Yes, post the cites, and the page of the second- or third-hand website where you’re reading this spin, since you’re not quoting from the primary source.
You know you’re posting a distortion of the research, each time you do this. You persist in repeating twisted and bent notions and claiming they’re facts.
Do it again, as long as Gavin lets you.
Hank Roberts says
Melt ponds are visible. Where are you looking?
There are a handful of days in August, the camera’s been erratic.
http://www.arctic.noaa.gov/npole/index.php?year=2009
When they’re backlit they reflect; otherwise they look dark.
http://www.arctic.noaa.gov/npole/2009/images/tmp/noaa1-2009-0805-051110.jpg.tmp
http://www.arctic.noaa.gov/npole/2009/images/tmp/noaa1-2009-0802-041020.jpg.tmp
Hank Roberts says
Paste Manacker’s first 3 lines above into Google, that turns up him going on at great length here on the same stuff he’s paraphrasing above:
most recently here:
wattsupwiththat.com/2008/08/21/rueters-world-meteorological-organization-says-this-year-so-far-coolest-for-at-least-5-years/
and here:
http://ccgi.newbery1.plus.com/blog/?p=63&cp=9#comment-2224
But it’s the same nonsense as he’s been posting before, over and over
— cooling, negative cloud feedback, IPCC must revise, blahblahblah.
It’s like seeing someone with a peculiar talent in archery, can hit from anywhere downrange at worst to perhaps the outside ring of the target at best, but never, ever, ever near the bullseye. Dancing around and around.

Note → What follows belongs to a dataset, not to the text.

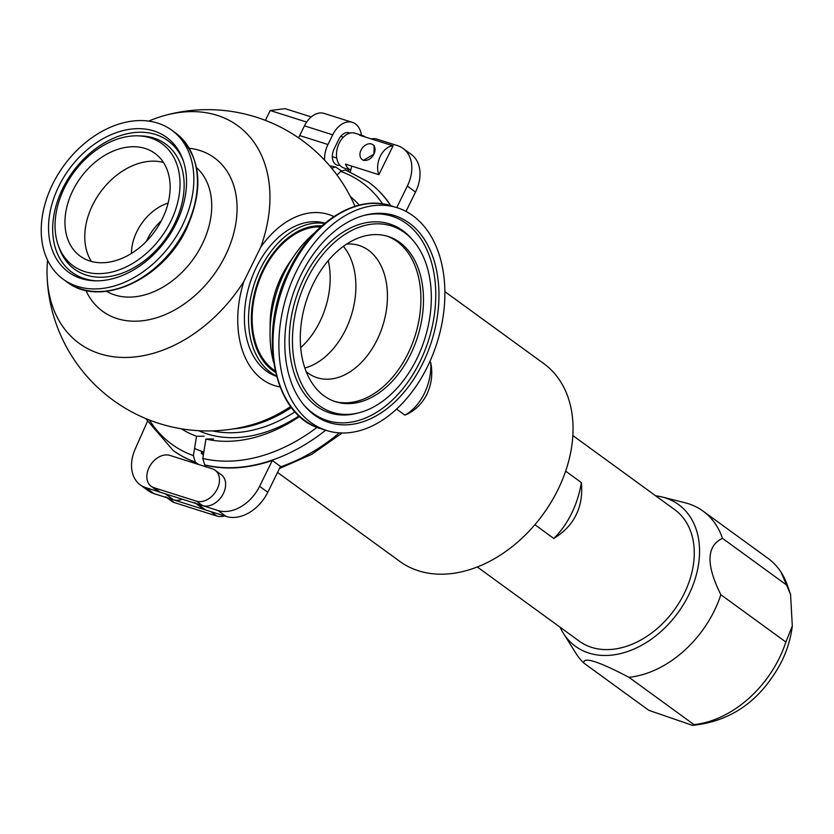 <?xml version="1.0" encoding="UTF-8"?>
<svg xmlns="http://www.w3.org/2000/svg" width="834" height="834" viewBox="0 0 834 834"><rect width="100%" height="100%" fill="white"/><g stroke="black" fill="none" stroke-linecap="round" stroke-linejoin="round"><path stroke-width="1.25" d="M182.448 225.284A92.199 66.418 126 0 1 63.301 279.296A92.199 66.418 126 0 1 52.636 184.199A92.199 66.418 -54 0 1 171.783 130.198A92.199 66.418 -54 0 1 182.448 225.284M176.224 223.314A83.348 60.038 -54 0 0 182.959 159.826A83.348 60.038 -54 0 0 125.475 130.052A83.348 60.038 -54 0 0 58.86 186.17A83.348 60.038 -54 0 0 94.93 280.808A83.348 60.038 -54 0 0 176.224 223.314M170.689 221.563A75.487 54.377 -54 0 0 138.017 135.848A75.487 54.377 -54 0 0 64.395 187.921A75.487 54.377 -54 0 0 58.297 245.425A75.487 54.377 -54 0 0 110.359 272.384A75.487 54.377 -54 0 0 170.689 221.563M72.808 190.59A63.53 45.766 -54 0 0 80.168 256.111A63.53 45.766 -54 0 0 162.276 218.894A63.53 45.766 -54 0 0 154.926 153.373A63.53 45.766 -54 0 0 72.808 190.59M355.013 206.321A160.66 160.66 0 0 0 163.86 115.728A134.649 97.005 -54 0 1 260.708 247.208L243.945 281.256A134.649 97.005 -54 0 1 122.41 357.442A134.649 97.005 -54 0 1 47.1 276.2A160.66 160.66 0 0 0 253.077 424.402A134.17 96.661 -54 0 0 290.691 406.492M163.86 115.728A134.649 97.005 -54 0 0 148.692 121.107M47.548 260.114A134.649 97.005 -54 0 0 47.1 276.2M260.708 247.208A89.718 60.496 -72.4 0 1 333.861 216.559M279.974 386.872A89.718 60.496 -72.4 0 1 243.945 281.256M324.958 223.178A80.325 54.168 107.6 0 0 256.424 267.214A80.325 54.168 -72.4 0 0 276.492 376.332M324.603 223.47A80.325 54.168 107.6 0 0 260.552 268.517A80.325 54.168 107.6 0 0 276.377 375.894M275.47 372.298A77.781 52.448 -72.4 0 1 262.991 269.882A77.781 52.448 -72.4 0 1 321.809 225.889M203.819 452.018A153.352 110.474 126 0 1 194.551 448.431M203.569 453.54A153.352 110.474 126 0 1 201.432 452.695A153.352 110.474 -54 0 0 203.569 453.54M345.516 329.93A69.378 46.777 107.6 0 0 343.379 246.332A69.378 46.777 -72.4 0 1 345.516 329.93A69.378 46.777 -72.4 0 1 304.879 367.992A69.378 46.777 107.6 0 0 345.516 329.93M300.709 347.642A69.378 46.777 -72.4 0 0 319.818 321.788A69.378 46.777 107.6 0 0 328.262 260.583M163.464 162.453A63.53 45.766 126 0 0 92.637 205.008A63.53 45.766 -54 0 0 91.438 261.449M131.47 253.4A43.816 31.567 -54 0 1 136.901 231.508A43.816 31.567 126 0 1 168.124 203.027M161.233 220.937A43.816 31.567 126 0 0 147.41 239.16A43.816 31.567 -54 0 0 146.398 241.328M404.886 415.123A43.816 29.544 107.6 0 0 430.73 362.602C432.898 373.559 431.616 384.161 426.862 394.399C421.65 404.407 414.321 411.318 404.886 415.123L396.588 409.087M429.729 361.873L430.73 362.602M444.845 291.619L543.768 363.593A122.317 88.112 126 0 1 557.915 489.746A122.317 88.112 -54 0 1 399.83 561.407L277.555 472.44M331.692 168.207L335.633 166.998L341.314 170.814M173.295 450.537A165.945 119.543 -54 0 0 173.482 450.673L173.107 450.402A165.945 119.543 -54 0 0 195.26 462.057L198.586 464.475M195.26 462.057L193.384 455.635L196.522 436.265L204.101 436.213M201.661 451.298L201.338 453.31L203.371 454.78M298.645 137.902A22.82 15.387 -72.4 0 1 299.677 135.567L304.452 125.861A22.82 15.387 -72.4 0 1 324.134 113.424L352.417 122.369A22.82 15.387 -72.4 0 1 361.466 135.244M349.894 133.127A11.864 8.006 107.6 0 0 349.112 132.815A11.864 8.006 107.6 0 0 338.875 139.288L334.1 148.984A11.864 8.006 107.6 0 0 337.176 165.142A11.864 8.006 107.6 0 0 339.907 165.299M324.582 160.138A22.82 15.387 -72.4 0 1 327.96 144.511L332.724 134.816A22.82 15.387 -72.4 0 1 352.417 122.369M349.217 169.667A22.82 15.387 -72.4 0 1 348.049 170.907M195.531 463.516L192.018 460.962L191.674 462.297M173.482 450.673A165.945 119.543 -54 0 0 192.018 460.962M182.281 499.212A18.254 13.156 126 0 1 173.482 499.795L165.288 493.832L145.835 487.671A36.508 26.302 126 0 1 140.258 484.877A36.508 26.302 126 0 1 135.244 448.921L147.378 421.597M173.482 499.795L154.029 493.634A36.508 26.302 126 0 1 148.452 490.83L140.258 484.877M181.374 428.791A143.74 103.552 -54 0 0 196.522 436.265M205.685 465.622L204.643 464.861L202.777 458.429L205.925 439.049L213.504 438.986M390.635 205.654A165.945 119.543 -54 0 0 368.378 182.02L345.359 169.896L340.679 171.377L337.009 175.036M390.885 205.737A165.945 119.543 -54 0 0 368.753 182.302A165.945 119.543 -54 0 0 368.565 182.156M259.603 486.316L267.797 492.279L280.505 466.435L272.311 460.472L259.603 486.316A36.508 26.302 126 0 1 217.987 510.502L197.418 503.997A18.254 13.156 126 0 1 194.635 502.6M205.008 466.519L205.894 465.351A165.945 119.543 -54 0 0 272.311 460.472M350.28 171.814L351.771 166.112M371.109 138.871A18.254 13.156 126 0 1 376.958 139.142L397.516 145.648A36.508 26.302 126 0 1 403.093 148.452A36.508 26.302 126 0 1 407.315 186.107L396.755 207.593M267.797 492.279A36.508 26.302 126 0 1 226.181 516.465L205.612 509.96A18.254 13.156 126 0 1 202.829 508.563L195.896 503.517M403.093 148.452L411.287 154.415A36.508 26.302 126 0 1 415.509 192.07L405.991 211.419M205.925 439.049A143.74 103.552 -54 0 0 228.891 441.28A143.74 103.552 -54 0 0 299.635 416.395M359.235 205.143A143.74 103.552 -54 0 0 350.363 196.543M212.326 468.833A18.254 13.156 126 0 1 215.12 470.23A18.254 13.156 126 0 1 216.204 490.934A18.254 13.156 126 0 1 196.417 501.161L154.009 487.734A18.254 13.156 126 0 1 151.215 486.337A18.254 13.156 126 0 1 150.13 465.622A18.254 13.156 126 0 1 169.917 455.406L212.326 468.833M215.12 470.23L221.26 474.702A18.254 13.156 126 0 1 222.344 495.406A18.254 13.156 126 0 1 202.568 505.623L160.149 492.206A18.254 13.156 126 0 1 157.365 490.799L151.215 486.337M166.81 497.679L171.7 501.234A18.254 13.156 -54 0 0 174.483 502.631L216.903 516.058A18.254 13.156 -54 0 0 224.429 515.912M165.549 496.762A18.254 13.156 -54 0 0 168.343 498.169L210.752 511.586L216.903 516.058M393.075 145.825L378.865 174.692A18.254 12.312 107.6 0 1 380.346 156.156A18.254 12.312 107.6 0 1 393.075 145.825L359.652 135.244A18.254 12.312 -72.4 0 1 362.665 135.629L354.961 133.19A18.254 12.312 107.6 0 0 338.396 144.98A18.254 12.312 107.6 0 0 341.492 166.758A18.254 12.312 -72.4 0 0 343.942 167.999L350.718 170.146M362.665 135.629A18.254 12.312 -72.4 0 1 365.115 136.87A18.254 12.312 -72.4 0 1 365.355 137.047M350.728 170.084A18.254 12.312 -72.4 0 1 349.206 169.198A18.254 12.312 -72.4 0 1 345.453 164.11L378.865 174.692M372.861 144.709L374.153 145.648L373.913 154.123L363.405 160.409L362.112 159.471A9.132 6.578 -54 0 0 373.913 154.123A9.132 6.578 -54 0 0 372.861 144.709A9.132 6.578 -54 0 0 361.059 150.057A9.132 6.578 -54 0 0 362.112 159.471M265.368 120.377L270.216 110.526L285.051 108.639L311.238 116.927M306.662 122.056L270.216 110.526M560.083 627.21A87.633 63.123 126 0 0 563.294 633.162A87.633 63.123 126 0 0 688.717 594.955A87.633 63.123 -54 0 0 662.332 497.043A87.633 63.123 -54 0 0 655.68 495.823M477.267 566.953L579.223 641.127A81.242 58.526 -54 0 0 684.214 593.537A81.242 58.526 -54 0 0 674.81 509.741L572.864 435.567M662.332 497.043L685.11 502.777A96.754 69.702 126 0 1 703.052 511.096A96.754 69.702 126 0 1 722.473 538.357C706.419 545.957 705.877 564.743 720.857 594.725A96.754 69.702 126 0 1 714.248 610.895A96.754 69.702 126 0 1 628.951 677.302C598.291 661.226 583.237 656.452 583.758 663.009A96.754 69.702 126 0 1 575.762 653.074L563.294 633.162M703.052 511.096L768.072 558.405A96.754 69.702 126 0 1 781.01 572.124A96.754 69.702 126 0 1 787.494 585.666L722.473 538.357M787.494 585.666L790.569 594.444L792.3 625.99L785.868 642.034A96.754 69.702 126 0 1 779.269 658.203A96.754 69.702 126 0 1 693.971 724.61L628.951 677.302M785.868 642.034L720.857 594.725M693.971 724.61L692.522 725.361L648.779 710.307L583.758 663.009M581.329 482.552C582.507 494.812 580.766 505.592 576.096 514.87C571.592 524.242 564.159 532.102 553.807 538.472A73.027 49.237 107.6 0 0 581.329 482.552L565.65 471.147M553.807 538.472L534.875 524.701M306.245 371.703A69.378 46.777 107.6 0 0 317.233 377.739A69.378 46.777 107.6 0 0 377.072 339.907A69.378 46.777 -72.4 0 0 359.089 245.457A69.378 46.777 -72.4 0 0 346.631 244.081M386.757 236.043A86.715 58.474 -72.4 0 1 407.941 353.679A86.715 58.474 107.6 0 1 334.444 401.352M313.25 283.716A86.715 58.474 107.6 0 0 335.716 401.779A86.715 58.474 107.6 0 0 410.516 354.492A86.715 58.474 -72.4 0 0 388.039 236.429A86.715 58.474 -72.4 0 0 313.25 283.716M296.351 271.425A116.843 78.782 107.6 0 0 326.636 430.5A116.843 78.782 107.6 0 0 427.415 366.783A116.843 78.782 -72.4 0 0 397.13 207.708A116.843 78.782 -72.4 0 0 296.351 271.425M301.011 274.824A108.524 73.183 -72.4 0 1 365.021 215.162A108.524 73.183 -72.4 0 1 431.783 253.953A108.524 73.183 -72.4 0 1 422.744 363.395A108.524 73.183 -72.4 0 1 304.66 405.929A108.524 73.183 -72.4 0 1 301.011 274.824M307.048 279.213A97.766 65.928 -72.4 0 1 413.435 240.89A97.766 65.928 -72.4 0 1 416.719 359.006A97.766 65.928 -72.4 0 1 359.058 412.747A97.766 65.928 -72.4 0 1 298.916 377.792A97.766 65.928 -72.4 0 1 307.048 279.213M294.287 255.558L289.023 263.263A76.676 51.708 -72.4 0 0 281.611 276.023A76.676 51.708 107.6 0 0 270.164 322.873L270.039 332.193A98.589 66.48 107.6 0 1 284.738 271.967A98.589 66.48 -72.4 0 1 294.287 255.558A98.589 66.48 -72.4 0 1 314.574 232.905M270.039 332.193A98.589 66.48 107.6 0 0 273.604 362.404M275.137 370.817A76.676 51.708 107.6 0 1 263.607 270.331A76.676 51.708 -72.4 0 1 320.683 226.911M171.783 130.198L175.38 132.804A92.199 66.418 -54 0 1 186.045 227.901A92.199 66.418 126 0 1 66.897 281.902L63.301 279.296M196.532 167.655A76.676 55.242 -54 0 1 202.245 244.174A76.676 55.242 126 0 1 106.554 291.316M85.881 290.399A94.93 68.388 126 0 0 152.163 318.984A94.93 68.388 126 0 0 225.336 255.694A94.93 68.388 -54 0 0 189.297 148.264M232.874 428.957A133.273 96.004 -54 0 0 291.452 407.503M212.409 430.886A133.273 96.004 -54 0 0 295.059 411.808M198.7 430.709A136.432 98.287 -54 0 0 299.093 415.895M183.459 161.285A81.43 58.661 -54 0 0 127.018 133.784A81.43 58.661 -54 0 0 62.738 188.442A81.43 58.661 126 0 0 96.473 280.829M138.017 135.848L141.061 135.942A77.395 55.753 -54 0 1 174.567 223.825A77.395 55.753 126 0 1 112.705 275.939A77.395 55.753 126 0 1 59.318 248.292L58.297 245.425M149.401 420.023A161.733 116.51 -54 0 0 193.384 455.625M145.835 487.671L154.029 493.634M327.96 144.511L299.677 135.567M332.724 134.816L304.452 125.861M280.266 466.925A165.945 119.543 -54 0 0 339.344 432.888M204.643 464.861A165.945 119.543 -54 0 0 325.687 430.208M197.418 503.997L205.612 509.96M217.987 510.502L226.181 516.465M407.315 186.107L415.509 192.07M202.777 458.429A161.733 116.51 -54 0 0 317.066 427.331M382.608 203.861A161.733 116.51 -54 0 0 340.668 171.387M196.417 501.161L202.568 505.623M154.009 487.734L160.149 492.206M174.483 502.631L168.343 498.169M326.636 430.5L320.746 428.645A116.843 78.782 -72.4 0 1 290.472 269.57A116.843 78.782 -72.4 0 1 391.25 205.852L397.13 207.708M363.885 215.474A107.179 72.277 -72.4 0 1 428.916 254.672A107.179 72.277 -72.4 0 1 419.763 362.133A107.179 72.277 107.6 0 1 303.899 405.032M413.435 240.89L411.913 239.108A99.11 66.835 -72.4 0 0 304.066 277.951A99.11 66.835 107.6 0 0 295.809 377.896A99.11 66.835 107.6 0 0 356.785 413.32L359.058 412.747M175.38 132.804C200.963 155.312 204.705 187.223 186.607 228.537C163.13 279.494 100.174 308.33 66.897 281.902M335.633 166.998L329.607 165.726M173.107 450.402L145.669 418.522M342.159 433.002L311.728 454.353L279.484 468.51M343.368 137.183L340.741 136.349M336.759 158.064L332.328 156.667M781.01 572.124L790.569 594.444M792.3 625.99C790.809 638.271 787.202 650.218 781.489 661.842C761.171 700.226 731.512 721.4 692.522 725.361M320.746 428.645C272.457 415.655 256.914 331.953 289.481 269.465C311.999 222.271 356.337 193.936 391.25 205.852"/></g></svg>

John P. Reisman (OSS Foundation) says
Data out of context is just as bad as thoughts out of context. Your thoughts are misleading you because you don’t have enough context, STILL.
You state M+D have shown RH decreases with warming, IN THE TROPICS. When discussing global climate it is IMPORTANT to look at the ENTIRE PLANET (not cherry pick unless you have relevant context (and you don’t)). And still, last I heard, RH is hanging in around 80% while the planet is warming and we are getting more moisture in the atmosphere as expected as oceans increase in temperature.
As to your comment regarding surface albedo that “empirical data so far have not demonstrated much change”. You don’t understand Arctic (polar) amplification effect.
http://www.arctic.noaa.gov/essay_serreze.html
https://www.realclimate.org/index.php/archives/2006/01/polar-amplification/
As to solar attributing to half the warming: if you have the cites please provide them when you make the statement. Things go faster that way. Yes, please provide the cites and links to the papers if available.
Phil. Felton says
Re #656
Larry N says:
8 August 2009 at 10:10 AM
They finally uploaded the last week worth of images from the nort pole webcam (currently around 86 degrees north 2 west).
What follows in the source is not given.